#### [Task to carry out]
Pictures do not belong in the copy. Return all of the entries exactly.

#### [Given entries]
-.-.-

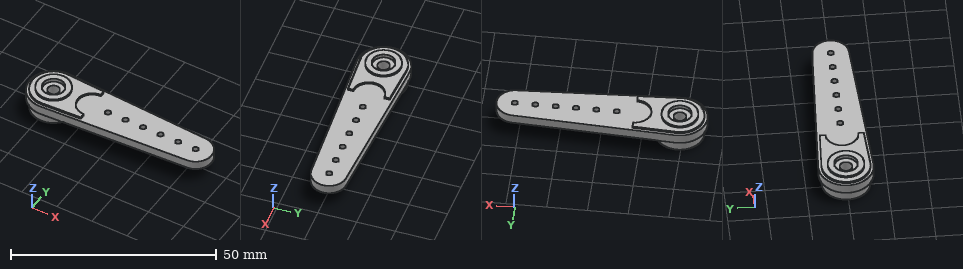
import cadquery as cq
import math

hub_end_radius = 6.75
tip_end_radius = 4.5
tip_distance = 40.5
plate_thickness = 2.5

hub_diameter = 12.0
hub_height = 3.0

pad_inset = 0.75
pad_end_x = 11.0
pad_thickness = 0.5
scallop_radius = 4.0

ring_diameter = 9.0
ring_height = 0.5
counterbore_diameter = 5.8
counterbore_depth = 1.0
screw_hole_diameter = 3.1

link_hole_diameter = 1.5
link_hole_pitch = 5.0
link_hole_count = 6

plate_top = plate_thickness
pad_top = plate_top + pad_thickness
ring_top = pad_top + ring_height


def disc(diameter, bottom, top, x=0.0):
    """Vertical cylinder on the arm centreline between two levels."""
    return cq.Workplane("XY", origin=(x, 0, bottom)).circle(diameter / 2).extrude(top - bottom)


def arm_profile(inset, bottom, top):
    """Tapered outline with round ends, moved inward by the inset."""
    hub_radius = hub_end_radius - inset
    tip_radius = tip_end_radius - inset
    tangent_angle = math.acos((hub_radius - tip_radius) / tip_distance)
    cos_a = math.cos(tangent_angle)
    sin_a = math.sin(tangent_angle)
    hub_tangent = (hub_radius * cos_a, hub_radius * sin_a)
    tip_tangent = (tip_distance + tip_radius * cos_a, tip_radius * sin_a)
    return (
        cq.Workplane("XY", origin=(0, 0, bottom))
        .moveTo(hub_tangent[0], hub_tangent[1])
        .lineTo(tip_tangent[0], tip_tangent[1])
        .threePointArc((tip_distance + tip_radius, 0), (tip_tangent[0], -tip_tangent[1]))
        .lineTo(hub_tangent[0], -hub_tangent[1])
        .threePointArc((-hub_radius, 0), hub_tangent)
        .close()
        .extrude(top - bottom)
    )


def raised_pad():
    """Inset pad around the hub, cut square at its end with a round scallop."""
    keep_region = (
        cq.Workplane("XY", origin=(0, 0, plate_top))
        .rect(2 * pad_end_x, 2 * hub_end_radius)
        .extrude(pad_thickness)
    )
    scallop = disc(2 * scallop_radius, plate_top, pad_top, x=pad_end_x)
    return arm_profile(pad_inset, plate_top, pad_top).intersect(keep_region).cut(scallop)


def link_holes():
    """Row of through holes along the arm."""
    holes = cq.Workplane("XY")
    for index in range(link_hole_count):
        hole_x = tip_distance - index * link_hole_pitch
        holes = holes.add(disc(link_hole_diameter, 0, plate_top, x=hole_x))
    return holes.combine()


result = arm_profile(0, 0, plate_top)
result = result.union(disc(hub_diameter, -hub_height, 0))
result = result.union(raised_pad())
result = result.union(disc(ring_diameter, pad_top, ring_top))

result = result.cut(disc(screw_hole_diameter, -hub_height, ring_top))
result = result.cut(disc(counterbore_diameter, ring_top - counterbore_depth, ring_top))
result = result.cut(link_holes())

-.-.-

#### [Finished exercise]
import cadquery as cq
import math

hub_end_radius = 6.75
tip_end_radius = 4.5
tip_distance = 40.5
plate_thickness = 2.5

hub_diameter = 12.0
hub_height = 3.0

pad_inset = 0.75
pad_end_x = 11.0
pad_thickness = 0.5
scallop_radius = 4.0

ring_diameter = 9.0
ring_height = 0.5
counterbore_diameter = 5.8
counterbore_depth = 1.0
screw_hole_diameter = 3.1

link_hole_diameter = 1.5
link_hole_pitch = 5.0
link_hole_count = 6

plate_top = plate_thickness
pad_top = plate_top + pad_thickness
ring_top = pad_top + ring_height


def disc(diameter, bottom, top, x=0.0):
    """Vertical cylinder on the arm centreline between two levels."""
    return cq.Workplane("XY", origin=(x, 0, bottom)).circle(diameter / 2).extrude(top - bottom)


def arm_profile(inset, bottom, top):
    """Tapered outline with round ends, moved inward by the inset."""
    hub_radius = hub_end_radius - inset
    tip_radius = tip_end_radius - inset
    tangent_angle = math.acos((hub_radius - tip_radius) / tip_distance)
    cos_a = math.cos(tangent_angle)
    sin_a = math.sin(tangent_angle)
    hub_tangent = (hub_radius * cos_a, hub_radius * sin_a)
    tip_tangent = (tip_distance + tip_radius * cos_a, tip_radius * sin_a)
    return (
        cq.Workplane("XY", origin=(0, 0, bottom))
        .moveTo(hub_tangent[0], hub_tangent[1])
        .lineTo(tip_tangent[0], tip_tangent[1])
        .threePointArc((tip_distance + tip_radius, 0), (tip_tangent[0], -tip_tangent[1]))
        .lineTo(hub_tangent[0], -hub_tangent[1])
        .threePointArc((-hub_radius, 0), hub_tangent)
        .close()
        .extrude(top - bottom)
    )


def raised_pad():
    """Inset pad around the hub, cut square at its end with a round scallop."""
    keep_region = (
        cq.Workplane("XY", origin=(0, 0, plate_top))
        .rect(2 * pad_end_x, 2 * hub_end_radius)
        .extrude(pad_thickness)
    )
    scallop = disc(2 * scallop_radius, plate_top, pad_top, x=pad_end_x)
    return arm_profile(pad_inset, plate_top, pad_top).intersect(keep_region).cut(scallop)


def link_holes():
    """Row of through holes along the arm."""
    holes = cq.Workplane("XY")
    for index in range(link_hole_count):
        hole_x = tip_distance - index * link_hole_pitch
        holes = holes.add(disc(link_hole_diameter, 0, plate_top, x=hole_x))
    return holes.combine()


result = arm_profile(0, 0, plate_top)
result = result.union(disc(hub_diameter, -hub_height, 0))
result = result.union(raised_pad())
result = result.union(disc(ring_diameter, pad_top, ring_top))

result = result.cut(disc(screw_hole_diameter, -hub_height, ring_top))
result = result.cut(disc(counterbore_diameter, ring_top - counterbore_depth, ring_top))
result = result.cut(link_holes())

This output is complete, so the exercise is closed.